This project focuses on cleaning and preparing a dataset for analysis using the R programming language. The dataset contains employee information such as names, dates of birth (DOB), ages, departments, salaries, joining dates, and performance scores. The goal is to handle missing values, standardize column formats, and create new derived columns for further analysis.
The original dataset is provided in an Excel file (Employees data.xlsx) with the following columns:
- Name: Employee names
- DOB: Date of birth
- Age: Employee age
- Department: Department where the employee works
- Salary: Employee salary
- Joining Date: Date the employee joined the organization
- Performance Score: Employee performance score
-
Load and Inspect the Data:
- Load the dataset from the Excel file.
- Inspect the dataset for structure, missing values, and data types.
-
Handle Missing Values:
- Fill missing names with "Unknown".
- Fill missing departments with "Unassigned".
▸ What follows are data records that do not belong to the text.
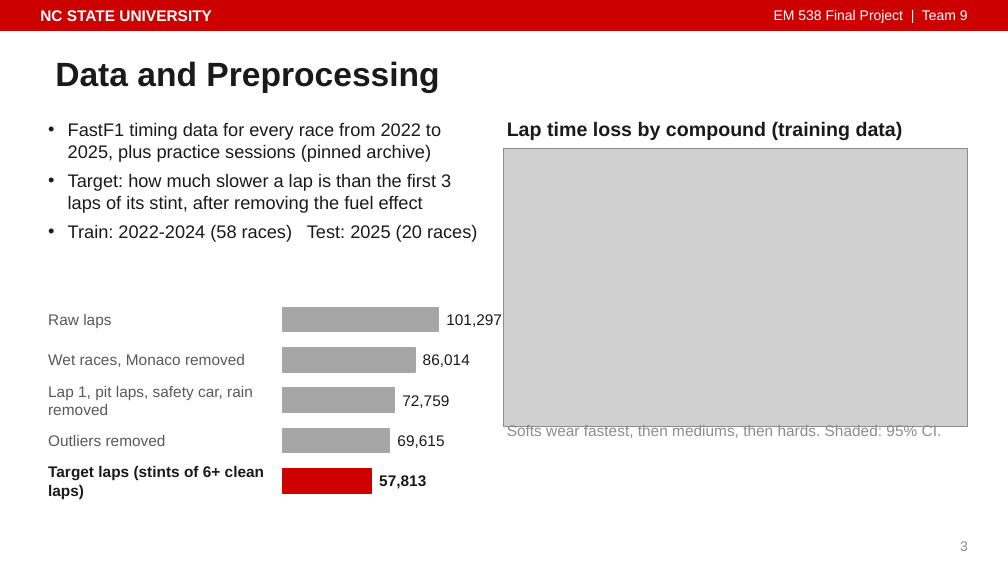
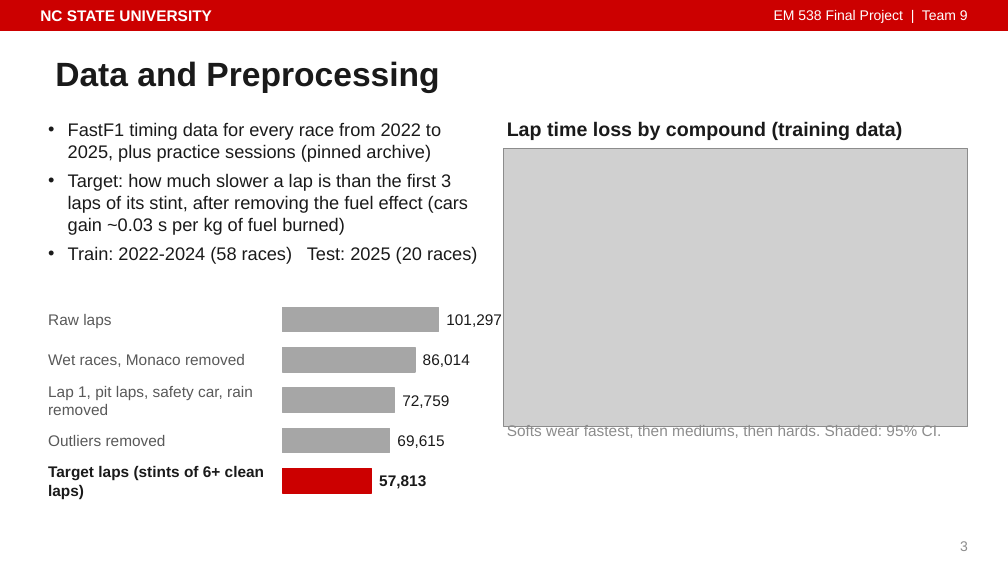
Before and after one commit to isaiahnick/f1-tire-degradation, a slide deck: slide 3 of reports/presentation/PitWall_Final_Presentation.pptx. Drawn at 1008x567 pixels with LibreOffice and Linux fonts; fonts in the diff are those of the drawing; grey boxes stand for pictures. Boxes give left, top, right and bottom in pixels: in the first picture for what was removed or moved away, otherwise in the second. Text is boxed around its words. In the diff, an @@ line names an element or a change of style, - is before the commit and + after.

```diff
--- a/reports/presentation/PitWall_Final_Presentation.pptx
+++ b/reports/presentation/PitWall_Final_Presentation.pptx
@@ text at (68, 173, 468, 235): text changed @@
-• Target: how much slower a lap is than the first 3 laps of its stint, after removing the fuel effect
+• Target: how much slower a lap is than the first 3 laps of its stint, after removing the fuel effect (cars gain ~0.03 s per kg of fuel burned)
```
Also in this commit, not shown: 2 other files.
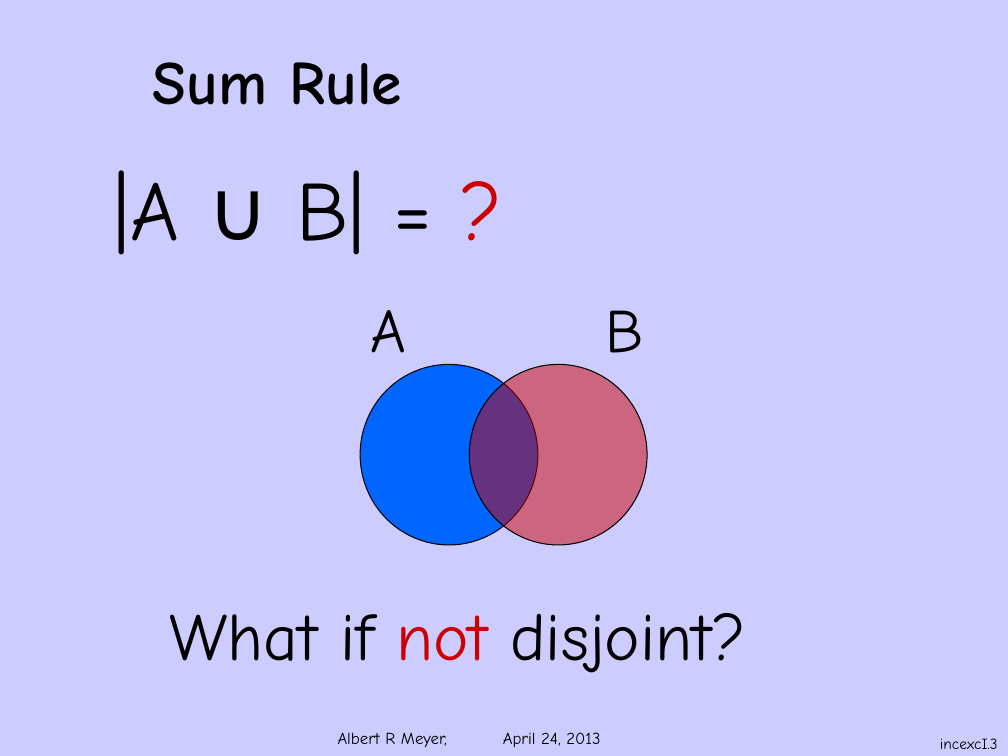
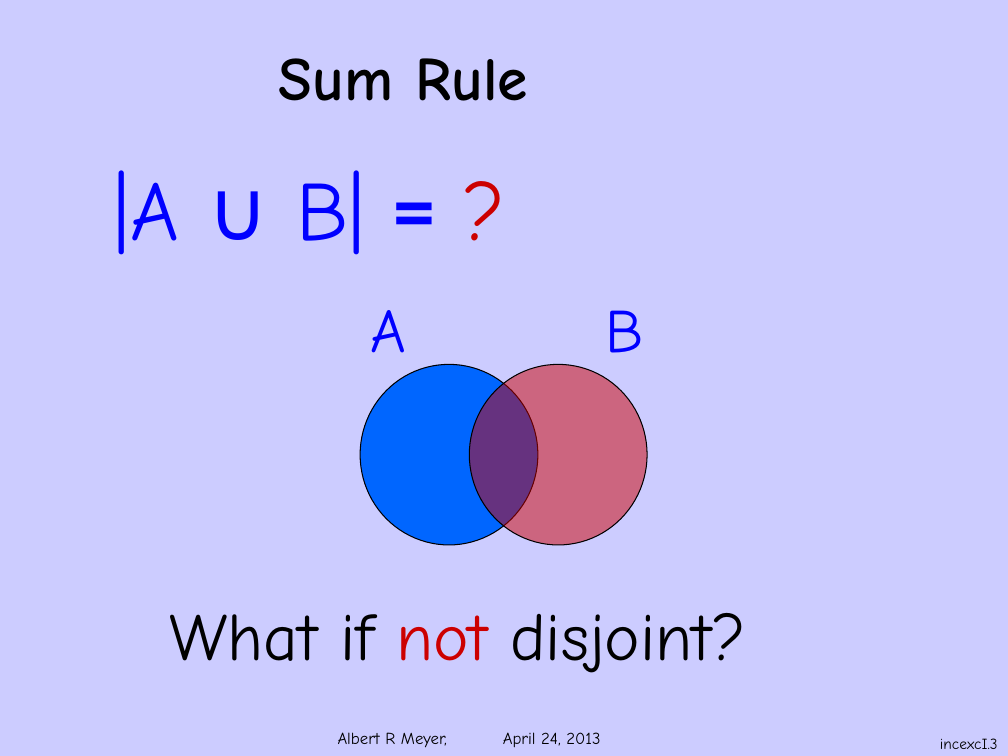
Before and after one commit to armeyer/mcs_web, a slide deck: slide 3 of spring13/slides13/incexcI.pptx. Drawn at 1008x756 pixels with LibreOffice and Linux fonts; fonts in the diff are those of the drawing; background and template pictures are left out. Boxes give left, top, right and bottom in pixels: in the first picture for what was removed or moved away, otherwise in the second. Text is boxed around its words. In the diff, an @@ line names an element or a change of style, - is before the commit and + after.

```diff
--- a/spring13/slides13/incexcI.pptx
+++ b/spring13/slides13/incexcI.pptx
@@ title "Sum Rule": place and size @@
-title "Sum Rule" at [153, 62, 402, 105]
+title "Sum Rule" at [279, 58, 528, 101]
@@ text "|A ∪ B| = ?" at [114, 170, 366, 255]: font Comic Neue to Calibri, bold on in "="; text colour #000000 to #0000FF in "|A ∪ B| =" @@
@@ text "A" at [370, 310, 406, 353]: text colour #000000 to #0000FF @@
@@ text "B" at [606, 310, 644, 353]: text colour #000000 to #0000FF @@
```
Also in this commit, not shown: 5 other slides changed, 5 slides added, 4 other files.

- Impute missing salaries with the average salary.
- Drop rows where Age or DOB is missing.
-
Standardize Column Formats:
- Convert DOB and Joining Date to Date format.
- Convert Performance Score to a factor variable.
-
Create New Derived Columns:
- Calculate employee tenure (years since joining).
- Create an "Experience Level" column based on tenure.
data_cleaning.R: R script containing the code for data cleaning and transformation.Employees data.xlsx: Original dataset in Excel format.cleaned_employees.csv: Final cleaned dataset after transformation.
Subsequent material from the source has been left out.